And he was happy!

Why was Wagner (I hope his name doesn’t cause confusion) much more interesting than most of the other acts on the first live show of the 2010 X Factor, despite being markedly less vocally accomplished?

He is older, and this is certainly important. Notwithstanding heart-stopping talent, it’s invariably more interesting to watch a 50-year-old sing (communicate emotion, situate a technical code within the context of a life) than a 17-year-old. This is particularly the case when the environment is one directed so aggressively away from diversity and age, towards constricting consensus. Wagner’s comparative lack of investment in the prize of the programme and thus his closer proximity to the real of each contestants’ abilities and experience is likewise crucial. Pure theatre, meanwhile, combined from these elements but consisting in more, is the true injunction of Wagner. And he was happy!

With John and Edward last year, and Wagner this, The X Factor is at least opening itself to an injection of the kitsch sublime (albeit one easily subsumed). The X Factor may now be entering its ‘late’ phase. Embrace the madness, as even Cowell interjected last night.

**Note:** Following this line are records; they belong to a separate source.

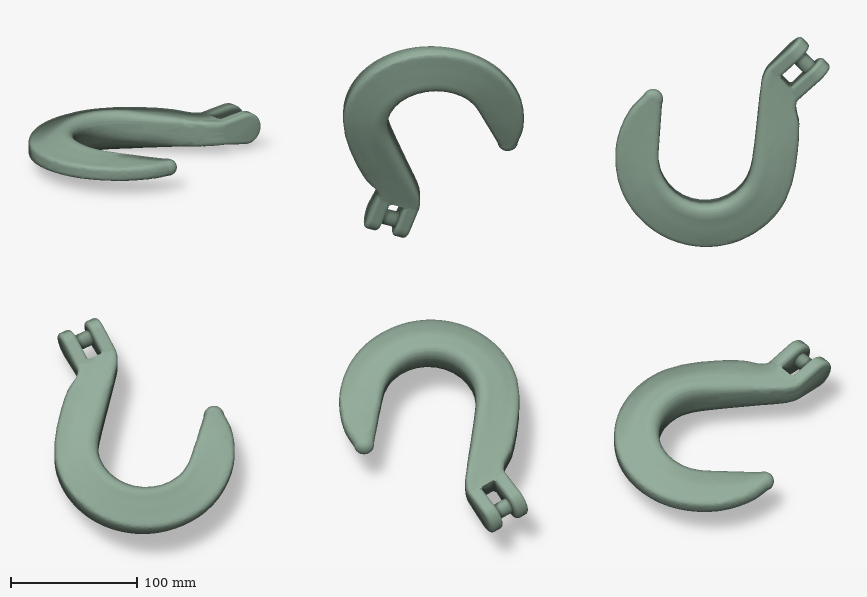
import cadquery as cq
import math


clevis_width = 35.0
clevis_gap = 12.3
ear_radius = 12.75
ear_edge_radius = 3.0
clevis_root_y = -22.5
clevis_root_half_thickness = 9.5
slot_floor_y = -21.3
slot_corner_radius = 1.8
ear_width = (clevis_width - clevis_gap) / 2
ear_centre_x = (clevis_gap + ear_width) / 2

pin_diameter = 12.5
pin_length = clevis_width

bowl_centre = (-0.5, -109.5)
bowl_inner_radius = 37.2
bowl_outer_centre = (-1.45, -110.26)
bowl_outer_radius = 71.5
bowl_section_count = 9
shank_angle = 50.0
shank_side_angle = shank_angle + 90
heel_angle = 180.0
bottom_angle = 270.0
point_side_angle = shank_side_angle + 180

bowl_middle_half_thickness = 14.45
heel_taper = 0.11
point_taper = 0.16
shank_thinning = 0.012
shank_outer_half = 10.5
point_outer_half = 5.3
inner_round_share = 0.45
outer_round = 3.8

shank_shapes = [
    ((14.2, -32.2), (-20.6, -29.3), 10.1, 9.8, 4.0, 3.5),
    ((4.9, -44.5), (-28.6, -34.6), 11.2, 10.3, 5.0, 4.0),
    ((-11.3, -63.9), (-37.4, -42.0), 13.2, 11.0, 6.0, 4.5),
]

point_section_count = 4
tip_radius = 8.1
tip_centre = (61.95, -106.7)
tip_section_angle = -20.0
tip_half_thickness = 6.2
tip_edge_radius = 6.0

flat_point_shares = (0.15, 0.5, 0.85)


def polar(origin, distance, angle):
    a = math.radians(angle)
    return (origin[0] + distance * math.cos(a), origin[1] + distance * math.sin(a))


def distance_to_outer_circle(start, angle):
    """Distance from a point inside the bowl's outer circle to that circle, along a direction."""
    a = math.radians(angle)
    dx = start[0] - bowl_outer_centre[0]
    dy = start[1] - bowl_outer_centre[1]
    along = dx * math.cos(a) + dy * math.sin(a)
    return -along + math.sqrt(along**2 - dx**2 - dy**2 + bowl_outer_radius**2)


def corner_round(corner, before, after, radius):
    """Start, middle and end of the arc that rounds a corner of an outline."""
    to_before = (cq.Vector(*before) - cq.Vector(*corner)).normalized()
    to_after = (cq.Vector(*after) - cq.Vector(*corner)).normalized()
    half_angle = to_before.getAngle(to_after) / 2
    tangent_length = radius / math.tan(half_angle)
    to_middle = (to_before + to_after).normalized() * (radius / math.sin(half_angle) - radius)
    vertex = cq.Vector(*corner)
    return vertex + to_before * tangent_length, vertex + to_middle, vertex + to_after * tangent_length


def section(inner, outer, inner_half, outer_half, inner_round, outer_round):
    """Upper half of an upright trapezoid with round corners, from inner to outer edge point."""
    width = math.hypot(outer[0] - inner[0], outer[1] - inner[1])
    across = cq.Vector(outer[0] - inner[0], outer[1] - inner[1], 0)
    upright = cq.Vector(0, 0, 1)
    plane = cq.Plane(origin=(*inner, 0), xDir=across, normal=across.cross(upright))
    inner_top = (0, inner_half)
    outer_top = (width, outer_half)
    inner_arc = corner_round(inner_top, (0, 0), outer_top, inner_round)
    outer_arc = corner_round(outer_top, inner_top, (width, 0), outer_round)
    top_run = outer_arc[0] - inner_arc[-1]
    top_points = [inner_arc[-1] + top_run * part for part in flat_point_shares]
    inner_wall = [cq.Vector(0, 0), inner_arc[0] / 2]
    outer_wall = [cq.Vector(width, outer_arc[-1].y / 2), cq.Vector(width, 0)]
    outline = [*inner_wall, *inner_arc, *top_points, *outer_arc, *outer_wall]
    outline = [plane.toWorldCoords(point) for point in outline]
    crown = cq.Edge.makeSpline(outline)
    base = cq.Edge.makeLine(outline[-1], outline[0])
    return cq.Wire.assembleEdges([crown, base])


def shank_sections():
    """From the clevis root, which lies along X, to the straight shank."""
    root_half_width = clevis_width / 2
    root_inner = (root_half_width, clevis_root_y)
    root_outer = (-root_half_width, clevis_root_y)
    root_half = clevis_root_half_thickness
    root = section(root_inner, root_outer, root_half, root_half, ear_edge_radius, ear_edge_radius)
    return [root] + [section(*shape) for shape in shank_shapes]


def bowl_inner_half(angle):
    """Inner half thickness: greatest at the heel, falling with X and towards the shank."""
    x = bowl_inner_radius * math.cos(math.radians(angle))
    taper = heel_taper if x < 0 else point_taper
    return bowl_middle_half_thickness - taper * x - shank_thinning * max(heel_angle - angle, 0)


def bowl_sections():
    """Radial sections from the shank round to the point side."""
    step = (point_side_angle - shank_side_angle) / (bowl_section_count - 1)
    sections = []
    for i in range(bowl_section_count):
        angle = shank_side_angle + i * step
        inner = polar(bowl_centre, bowl_inner_radius, angle)
        outer = polar(inner, distance_to_outer_circle(inner, angle), angle)
        inner_half = bowl_inner_half(angle)
        thinning = min((angle - shank_side_angle) / (bottom_angle - shank_side_angle), 1)
        outer_half = shank_outer_half + thinning * (point_outer_half - shank_outer_half)
        inner_round = inner_round_share * inner_half
        sections.append(section(inner, outer, inner_half, outer_half, inner_round, outer_round))
    return sections


def point_sections():
    """From the bowl to the tip: a straight inner edge, and an outer edge on the outer circle."""
    inner_start = polar(bowl_centre, bowl_inner_radius, point_side_angle)
    inner_end = polar(tip_centre, -tip_radius, tip_section_angle)
    outer_end = polar(tip_centre, tip_radius, tip_section_angle)
    start_half = bowl_inner_half(point_side_angle)
    start_sizes = (start_half, point_outer_half, inner_round_share * start_half, outer_round)
    end_sizes = (tip_half_thickness, tip_half_thickness, tip_edge_radius, tip_edge_radius)
    outer_start_angle = point_side_angle - 360
    outer_end_angle = math.degrees(
        math.atan2(outer_end[1] - bowl_outer_centre[1], outer_end[0] - bowl_outer_centre[0])
    )
    sections = []
    for i in range(1, point_section_count):
        part = i / point_section_count
        inner = [a + part * (b - a) for a, b in zip(inner_start, inner_end)]
        outer_angle = outer_start_angle + part * (outer_end_angle - outer_start_angle)
        outer = polar(bowl_outer_centre, bowl_outer_radius, outer_angle)
        sizes = [a + part * (b - a) for a, b in zip(start_sizes, end_sizes)]
        sections.append(section(inner, outer, *sizes))
    sections.append(section(inner_end, outer_end, *end_sizes))
    return sections


def rounded_tip():
    """Half turn of the last section about the upright axis through its middle."""
    plane = cq.Plane(
        origin=(*tip_centre, 0),
        xDir=polar((0, 0), 1, tip_section_angle) + (0,),
        normal=polar((0, 0), 1, tip_section_angle - 90) + (0,),
    )
    flat = tip_radius - tip_edge_radius
    wall = tip_half_thickness - tip_edge_radius
    return (
        cq.Workplane(plane)
        .moveTo(0, -tip_half_thickness)
        .lineTo(flat, -tip_half_thickness)
        .radiusArc((tip_radius, -wall), -tip_edge_radius)
        .lineTo(tip_radius, wall)
        .radiusArc((flat, tip_half_thickness), -tip_edge_radius)
        .lineTo(0, tip_half_thickness)
        .close()
        .revolve(180, (0, 0), (0, 1))
    )


def clevis_ear(centre_x):
    """Round-ended ear whose flanks run from the eye, tangent to it, to the clevis root."""
    root_distance = math.hypot(clevis_root_y, clevis_root_half_thickness)
    root_angle = math.atan2(clevis_root_half_thickness, clevis_root_y)
    tangent_angle = root_angle - math.acos(ear_radius / root_distance)
    tangent_y = ear_radius * math.cos(tangent_angle)
    tangent_z = ear_radius * math.sin(tangent_angle)
    ear = (
        cq.Workplane("YZ", origin=(centre_x - ear_width / 2, 0, 0))
        .moveTo(clevis_root_y, -clevis_root_half_thickness)
        .lineTo(tangent_y, -tangent_z)
        .threePointArc((ear_radius, 0), (tangent_y, tangent_z))
        .lineTo(clevis_root_y, clevis_root_half_thickness)
        .close()
        .extrude(ear_width)
    )
    return ear.faces("<X or >X").edges("not <Y").fillet(ear_edge_radius)


def slot_floor():
    """Web that closes the clevis slot, with round corners up to the ears."""
    half_gap = clevis_gap / 2
    r = slot_corner_radius
    return (
        cq.Workplane("XY", origin=(0, 0, -clevis_root_half_thickness))
        .moveTo(-half_gap - ear_edge_radius, clevis_root_y)
        .lineTo(half_gap + ear_edge_radius, clevis_root_y)
        .lineTo(half_gap + ear_edge_radius, slot_floor_y)
        .lineTo(half_gap, slot_floor_y + r)
        .radiusArc((half_gap - r, slot_floor_y), r)
        .lineTo(r - half_gap, slot_floor_y)
        .radiusArc((-half_gap, slot_floor_y + r), r)
        .lineTo(-half_gap - ear_edge_radius, slot_floor_y)
        .close()
        .extrude(2 * clevis_root_half_thickness)
    )


def load_pin():
    return cq.Workplane("YZ", origin=(-pin_length / 2, 0, 0)).circle(pin_diameter / 2).extrude(pin_length)


def hook_body():
    """Loft the upper half, mirror it, then add the tip, the slot floor and the bored ears."""
    curved_sections = shank_sections() + bowl_sections() + point_sections()
    upper_half = cq.Workplane(cq.Solid.makeLoft(curved_sections))
    hook = upper_half.union(upper_half.mirror("XY")).union(rounded_tip()).union(slot_floor())
    for side in (-1, 1):
        hook = hook.union(clevis_ear(side * ear_centre_x))
    return hook.cut(load_pin())


hook = hook_body()
pin = load_pin()
result = cq.Compound.makeCompound([hook.solids().val(), pin.val()])

I wrote in the Journal of Music earlier this year that the power of the programme lies in the crosshatching of unisonality as experienced through music with the intensity of the collective gaze, as opposed to its wild pageantry, its consensual hearkening to an abstract ‘now’, or its deleterious ‘narratives’. When people are singing better, the X Factor is generally more engaging (except when it is embracing the madness). Mary’s, not least because of its vocal power, was the most engaging performance last night. Music is powerful, and the music on The X Factor is often overwhelming in its combination of aesthetics and collectivism. This is why the programme lays such a strong and, at this moment, seemingly universal claim on the emotional economy of so many people’s weekends.

Amongst the infuriating ephemera last night, meanwhile, particularly wearing were the false dramatics of the ‘difficult’ rehearsal, the judges’ inveterate ability to whitewash a performance with whatever critical narrative suits the needs of the programme (see One Direction), and the repeated appeals to candidates’ ‘uniqueness’ (how many ‘uniques’ before the concept becomes meaningless?).

Something else that seems unresolved. What tense does the X Factor happen in? When does the X Factor actually happen? When a performance is complete, it is spoken of in almost canonical terms – the memory of The X Factor is short-term, and one hour is a life time in this universe. Virilio’s dromology, the logic of late capitalist speed, the hypermodern implosion of humanism, captures perfectly the effect. We can’t make much purchase on the ‘nowness’ of a performance before it is sublimated by the irresistible force of the past tense. But the other way, protentive time, is warped in this space too. Events seem pre-ordained, the judges’ comments warmed up in the crucible of the ill-informed (except Danni) before the event has taken place. Perhaps this last is merely a result of the judges’ (not Danni) astonishing rhetorical vacuousness, a vacuousness which begets the comments’ seeming generative contour.

When knowledge could have happened without human volition, originating before its human mediation, it bears a spectral relationship to time, is almost adjunct to it. Wagner, again, was so refreshing because the judges still don’t have a code with which to blandish him (he also looks like the joyous older brother of Javier Bardem).

I know The X Factor did happen, and it did so last evening, but I’m still incredulous as to its purchase on time.

These are some of the many confusing tensions one experiences when watching The X Factor.